「俺も好きなんです。その曲、そのバンド」

あたしとこの男の人にこんな共通点があるとは、思ってもいなかった。
男の人は「もしかして」と言い、今までずっと棚の整理をしていたのにレジのほうへと急ぎ足で向かった。
レジでその男の人と同い年であろうと思われる女の店員に何か言っている。
もしかして、あたしの愚痴を言ってたりするのだろうか。「あの客なんだよ。何言ったってシカとだよ。本当に、嫌になっちゃうよ」なんて。
流石に、無視しすぎたのかな、あたし。そりゃあずっと無視されたら他の店員に愚痴をこぼしたくもなるか。
その男の人は、さっきの女の人から何やら紙を貰っていた。するとまた、あたしの隣へやってきた。

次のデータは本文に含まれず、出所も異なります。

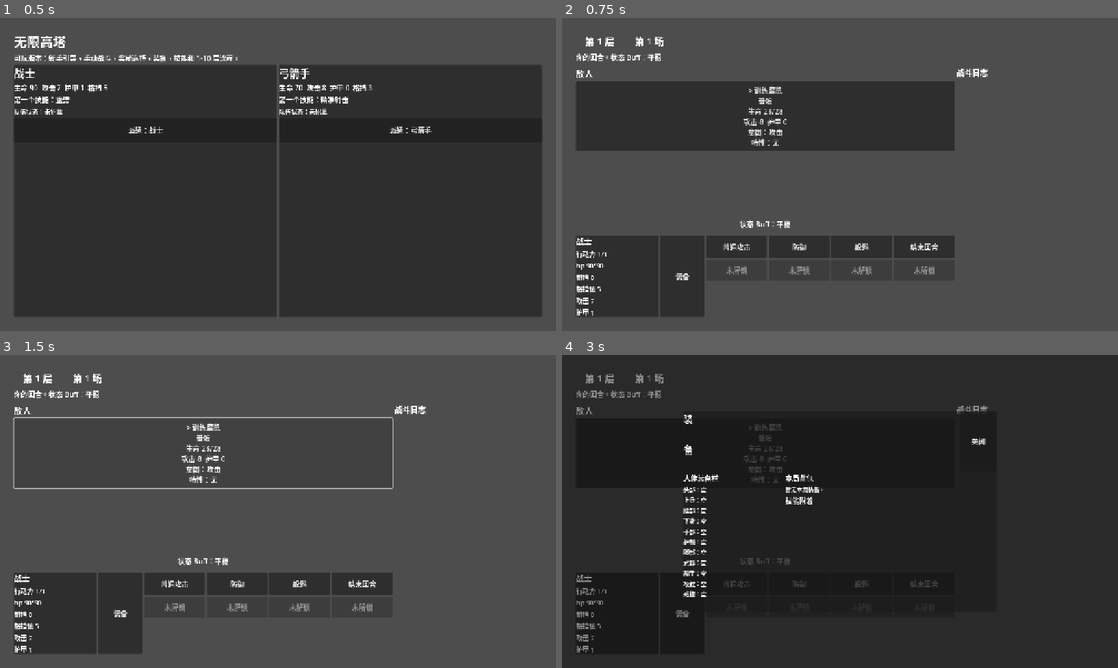
Above: before the commit, frames 1-4 (two rows, left to right).
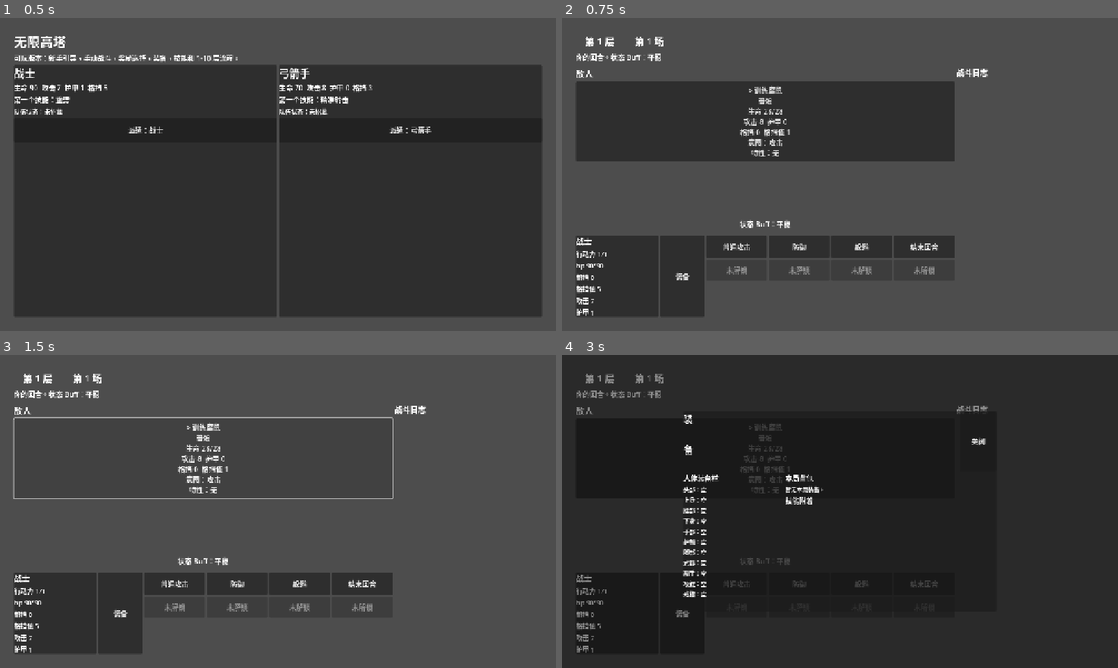
Above: after the commit, the same moments.

Repository: vacryleaf/super_tower
Game: Godot game, scene res://scenes/main.tscn
The game is run twice, just before and just after one commit, with the same random seed, the same clock (stepped at 60 frames per second) and the same inputs.
Inputs (mouse positions are in pixels of both pictures, inside the frame that each line leads up to):
- Up to frame 1 (0.5 s): no input
- Up to frame 2 (0.75 s): click "派遣：战士" at 0.5 s
- Up to frame 3 (1.5 s): click (205, 452) at 1.25 s, where only the run before the commit has a clickable "> 训练腐鼠 普通 生命 28/28 攻击 8 护甲 0 …"
- Up to frame 4 (3 s): click (767, 458) at 2 s, where only the run after the commit has a clickable "> 训练腐鼠 普通 生命 28/28 攻击 8 护甲 0 …"; click "装备" at 2.75 s

Frame 1 is identical in both runs. In frame 2, 2.5% of the frame differs, in the area x 2-71%, y 35-46%; in frame 3, 0.7%; in frame 4, 0.1%.

Commit message:
Split enemy block from armor

Diff:
--- a/GameProject/scripts/core/combat_engine.gd
+++ b/GameProject/scripts/core/combat_engine.gd
@@ -56,6 +56,7 @@
 		if _alive_count(enemies) == 0:
 			break
 
+		_clear_enemy_blocks(enemies)
 		_clear_enemy_taunts(enemies)
 		var actions := 0
 		for enemy in enemies:
@@ -92,7 +93,9 @@
 				"hp": int(unit["hp"]),
 				"attack": int(unit["attack"]),
 				"defense": int(unit["defense"]),
-				"armor": int(unit["defense"]) if unit.get("traits", []).has("thick_skin") else 0,
+				"armor": int(unit.get("armor", 0)) + (int(unit["defense"]) if unit.get("traits", []).has("thick_skin") else 0),
+				"block_power": maxi(1, int(unit["defense"])),
+				"block": 0,
 				"dodge_layers": 0,
 				"taunt": 0,
 				"traits": unit.get("traits", [])
@@ -131,7 +134,9 @@
 		"hp": hp,
 		"attack": attack,
 		"defense": defense,
-		"armor": defense * 2 if traits.has("thick_skin") else 0,
+		"armor": int(unit.get("armor", 0)) + (defense if traits.has("thick_skin") else 0),
+		"block_power": maxi(1, defense),
+		"block": 0,
 		"dodge_layers": 0,
 		"taunt": 0,
 		"traits": traits
@@ -186,13 +191,21 @@
 		log.append("%s:%s:dodge" % [source, target["name"]])
 		return
 	var remaining := amount
-	if target["armor"] > 0:
-		var absorbed: int = mini(int(target["armor"]), remaining)
-		target["armor"] -= absorbed
+	remaining = _damage_after_enemy_armor(target, remaining)
+	if int(target.get("block", 0)) > 0:
+		var absorbed: int = mini(int(target.get("block", 0)), remaining)
+		target["block"] = int(target.get("block", 0)) - absorbed
 		remaining -= absorbed
 	if remaining > 0:
 		target["hp"] = maxi(0, int(target["hp"]) - remaining)
 	log.append("%s:%s:%d" % [source, target["name"], amount])
+
+
+func _damage_after_enemy_armor(enemy: Dictionary, raw_damage: int) -> int:
+	if raw_damage <= 0:
+		return 0
+	var armor := maxi(0, int(enemy.get("armor", 0)))
+	return maxi(1, int(ceil(float(raw_damage) * 30.0 / float(30 + armor))))
 
 
 func _apply_damage_to_player(player: Dictionary, block: int, damage: int) -> int:
@@ -256,7 +269,7 @@
 		if traits.has("revive") and round_index % 3 == 0:
 			enemy["hp"] = mini(int(enemy["max_hp"]), int(enemy["hp"]) + maxi(1, int(round(float(enemy["max_hp"]) * 0.05))))
 		if traits.has("fortify") and round_index % 2 == 0:
-			enemy["armor"] += int(enemy["defense"])
+			enemy["block"] = int(enemy.get("block", 0)) + int(enemy.get("block_power", enemy["defense"]))
 		if traits.has("curse") and round_index % 3 == 0:
 			player["hp"] = maxi(0, int(player["hp"]) - 1)
 
@@ -278,7 +291,7 @@
 
 
 func _enemy_defend(enemy: Dictionary, scale: float) -> void:
-	enemy["armor"] = int(enemy.get("armor", 0)) + maxi(1, int(round(float(enemy["defense"]) * scale)))
+	enemy["block"] = int(enemy.get("block", 0)) + maxi(1, int(round(float(enemy.get("block_power", enemy.get("defense", 1))) * scale)))
 
 
 func _enemy_intent(enemy: Dictionary, round_index: int) -> String:
@@ -297,6 +310,11 @@
 func _clear_enemy_taunts(enemies: Array[Dictionary]) -> void:
 	for enemy in enemies:
 		enemy["taunt"] = 0
+
+
+func _clear_enemy_blocks(enemies: Array[Dictionary]) -> void:
+	for enemy in enemies:
+		enemy["block"] = 0
 
 
 func _active_taunt_target(enemies: Array[Dictionary]) -> int:
--- a/GameProject/scripts/core/play_session.gd
+++ b/GameProject/scripts/core/play_session.gd
@@ -137,7 +137,9 @@
 				"hp": int(unit["hp"]),
 				"attack": int(unit["attack"]),
 				"defense": int(unit["defense"]),
-				"armor": int(unit["defense"]) * 2 if traits.has("thick_skin") else 0,
+				"armor": int(unit.get("armor", 0)) + (int(unit["defense"]) if traits.has("thick_skin") else 0),
+				"block_power": maxi(1, int(unit["defense"])),
+				"block": 0,
 				"dodge_layers": 0,
 				"taunt": 0,
 				"traits": traits
@@ -346,6 +348,7 @@
 
 
 func _enemy_turn() -> void:
+	_clear_enemy_blocks()
 	_clear_enemy_taunts()
 	var actions := 0
 	for i in range(enemies.size()):
@@ -366,18 +369,23 @@
 		enemy["taunt"] = 0
 
 
+func _clear_enemy_blocks() -> void:
+	for enemy in enemies:
+		enemy["block"] = 0
+
+
 func _resolve_enemy_action(enemy: Dictionary, enemy_index: int) -> void:
 	var intent := _enemy_intent(enemy)
 	match intent:
 		"taunt":
 			enemy["taunt"] = 1
-			_enemy_defend(enemy, 1.0)
+			var gained := _enemy_defend(enemy, 1.0)
 			battle_log.append("%s 嘲讽并防守。" % enemy["name"])
-			last_events.append({"kind": "defense", "target": "enemy", "target_index": enemy_index, "source": enemy["name"], "amount": maxi(1, int(enemy["defense"]))})
+			last_events.append({"kind": "defense", "target": "enemy", "target_index": enemy_index, "source": enemy["name"], "amount": gained})
 		"defend":
-			_enemy_defend(enemy, 1.0)
-			battle_log.append("%s 进入防守。" % enemy["name"])
-			last_events.append({"kind": "defense", "target": "enemy", "target_index": enemy_index, "source": enemy["name"], "amount": maxi(1, int(enemy["defense"]))})
+			var gained := _enemy_defend(enemy, 1.0)
+			battle_log.append("%s 进入防守，获得 %d 点格挡。" % [enemy["name"], gained])
+			last_events.append({"kind": "defense", "target": "enemy", "target_index": enemy_index, "source": enemy["name"], "amount": gained})
 		"dodge":
 			enemy["dodge_layers"] = int(enemy.get("dodge_layers", 0)) + 1
 			battle_log.append("%s 准备闪避下一次命中。" % enemy["name"])
@@ -386,8 +394,10 @@
 			_enemy_attack(enemy, false)
 
 
-func _enemy_defend(enemy: Dictionary, scale: float) -> void:
-	enemy["armor"] = int(enemy.get("armor", 0)) + maxi(1, int(round(float(enemy["defense"]) * scale)))
+func _enemy_defend(enemy: Dictionary, scale: float) -> int:
+	var gained := maxi(1, int(round(float(enemy.get("block_power", enemy.get("defense", 1))) * scale)))
+	enemy["block"] = int(enemy.get("block", 0)) + gained
+	return gained
 
 
 func _enemy_attack(enemy: Dictionary, first_strike: bool) -> void:
@@ -430,14 +440,24 @@
 		last_events.append({"kind": "dodge_enemy_attack", "target": "enemy", "target_index": target_index, "amount": 0})
 		return
 	var remaining := damage
-	if int(enemy["armor"]) > 0:
-		var absorbed: int = mini(int(enemy["armor"]), remaining)
-		enemy["armor"] -= absorbed
-		remaining -= absorbed
+	remaining = _damage_after_enemy_armor(enemy, remaining)
+	var armor_reduced: int = maxi(0, damage - remaining)
+	var block_absorbed := 0
+	if int(enemy.get("block", 0)) > 0:
+		block_absorbed = mini(int(enemy.get("block", 0)), remaining)
+		enemy["block"] = int(enemy.get("block", 0)) - block_absorbed
+		remaining -= block_absorbed
 	if remaining > 0:
 		enemy["hp"] = maxi(0, int(enemy["hp"]) - remaining)
-	battle_log.append("命中 %s，造成 %d 点伤害。" % [enemy["name"], damage])
-	last_events.append({"kind": "damage", "target": "enemy", "target_index": target_index, "amount": damage})
+	battle_log.append("命中 %s：护甲减免 %d，格挡吸收 %d，造成 %d 点伤害。" % [enemy["name"], armor_reduced, block_absorbed, remaining])
+	last_events.append({"kind": "damage", "target": "enemy", "target_index": target_index, "amount": remaining})
+
+
+func _damage_after_enemy_armor(enemy: Dictionary, raw_damage: int) -> int:
+	if raw_damage <= 0:
+		return 0
+	var armor := maxi(0, int(enemy.get("armor", 0)))
+	return maxi(1, int(ceil(float(raw_damage) * 30.0 / float(30 + armor))))
 
 
 func _on_victory() -> void:
--- a/GameProject/scripts/main.gd
+++ b/GameProject/scripts/main.gd
@@ -186,7 +186,7 @@
 func _enemy_card(index: int) -> Control:
 	var enemy: Dictionary = session.enemies[index]
 	var button := Button.new()
-	button.custom_minimum_size = Vector2(220, 160)
+	button.custom_minimum_size = Vector2(220, 184)
 	button.size_flags_horizontal = Control.SIZE_EXPAND_FILL
 	var selected := ">" if index == selected_target else ""
 	button.text = _enemy_card_text(index, selected)
@@ -202,14 +202,16 @@
 
 func _enemy_card_text(index: int, selected: String = "") -> String:
 	var enemy: Dictionary = session.enemies[index]
-	return "%s %s\n%s\n生命 %d/%d\n攻击 %d  护甲 %d\n意图：%s\n特性：%s" % [
+	return "%s %s\n%s\n生命 %d/%d\n攻击 %d  护甲 %d\n格挡 %d  格挡值 %d\n意图：%s\n特性：%s" % [
 		selected,
 		enemy["name"],
 		_rank_label(enemy["rank"]),
 		int(enemy["hp"]),
 		int(enemy["max_hp"]),
 		int(enemy["attack"]),
-		int(enemy["armor"]),
+		int(enemy.get("armor", enemy.get("defense", 0))),
+		int(enemy.get("block", 0)),
+		int(enemy.get("block_power", enemy.get("defense", 0))),
 		session.enemy_intent_text(index),
 		_trait_labels(enemy["traits"])
 	]
@@ -813,7 +815,7 @@
 		"tank": "肉盾：倾向于防守，保护队伍后排。",
 		"taunt": "嘲讽：部分回合会嘲讽并防守，强制玩家优先攻击它。",
 		"backline": "后排：队伍中的输出手，通常由前排保护。",
-		"fortify": "固守：偶数回合会增加护甲。",
+		"fortify": "固守：偶数回合会获得额外格挡。",
 		"summon": "召唤：每隔数回合追加一段伤害压力。",
 		"revive": "复苏：每隔数回合恢复少量生命。",
 		"enrage": "狂暴：低生命时攻击伤害提高。",
--- a/GameProject/scripts/tests/tutorial_and_floors_test.gd
+++ b/GameProject/scripts/tests/tutorial_and_floors_test.gd
@@ -22,6 +22,7 @@
 	test_state_card_weights()
 	test_player_armor_baseline_is_low()
 	test_block_power_is_separate_from_armor()
+	test_enemy_block_power_is_separate_from_armor()
 	test_enemy_roles_include_tank_taunt_and_backline()
 	test_cunning_masks_enemy_intent()
 	test_skill_costs_minimum_two()
@@ -65,6 +66,35 @@
 	session.player["block_power"] = 7
 	session.player_defend()
 	assert_equal(int(session.player_block), 7, "defend should use block power even when armor is zero")
+
+
+func test_enemy_block_power_is_separate_from_armor() -> void:
+	var session_script = load("res://scripts/core/play_session.gd")
+	var session = session_script.new()
+	session.start_new_game("warrior")
+	var enemy := {
+		"name": "格挡测试敌人",
+		"rank": "normal",
+		"max_hp": 100,
+		"hp": 100,
+		"attack": 1,
+		"defense": 3,
+		"armor": 3,
+		"block_power": 9,
+		"block": 0,
+		"dodge_layers": 0,
+		"taunt": 0,
+		"traits": []
+	}
+	var gained: int = session._enemy_defend(enemy, 1.0)
+	assert_equal(gained, 9, "enemy defend should use block power")
+	assert_equal(int(enemy["armor"]), 3, "enemy defend should not increase armor")
+	assert_equal(int(enemy["block"]), 9, "enemy defend should increase current block")
+	var test_enemies: Array[Dictionary] = [enemy]
+	session.enemies = test_enemies
+	session._apply_damage_to_enemy(0, 30)
+	assert_true(int(session.enemies[0]["hp"]) < 100, "damage should pass after armor and block")
+	assert_true(int(session.enemies[0]["block"]) < 9, "enemy block should absorb part of incoming damage")
 
 
 func test_enemy_roles_include_tank_taunt_and_backline() -> void:
@@ -333,7 +363,7 @@
 func _encounter_threat(combat: CombatEngine, encounter: Dictionary, tower_floor: int) -> float:
 	var total := 0.0
 	for enemy in combat._build_enemies(encounter, tower_floor):
-		total += float(enemy["max_hp"]) + float(enemy["attack"]) * 5.0 + float(enemy["defense"]) * 2.5 + float(enemy["armor"])
+		total += float(enemy["max_hp"]) + float(enemy["attack"]) * 5.0 + float(enemy["defense"]) * 2.5 + float(enemy["armor"]) + float(enemy.get("block_power", 0))
 	return total

「はい、どうぞ。きっとお客様がお探しになってるのは、Locksの新曲ですよね」

そう言ってポケットからボールペンを出し、紙と一緒にあたしに渡した。
その紙には、【注文用紙】と青で書かれている。
さっき女の人と話していたのは、この用紙のことか。

「その紙に、お求めのCDと、連絡先を書いていただけたら入荷した時に連絡します。便利なものでしょう」

なんだか、この人にはあたしの考えてることが丸分かりのようだった。
Locksの新曲が欲しいことも、この注文用紙が欲しかったことも、全て。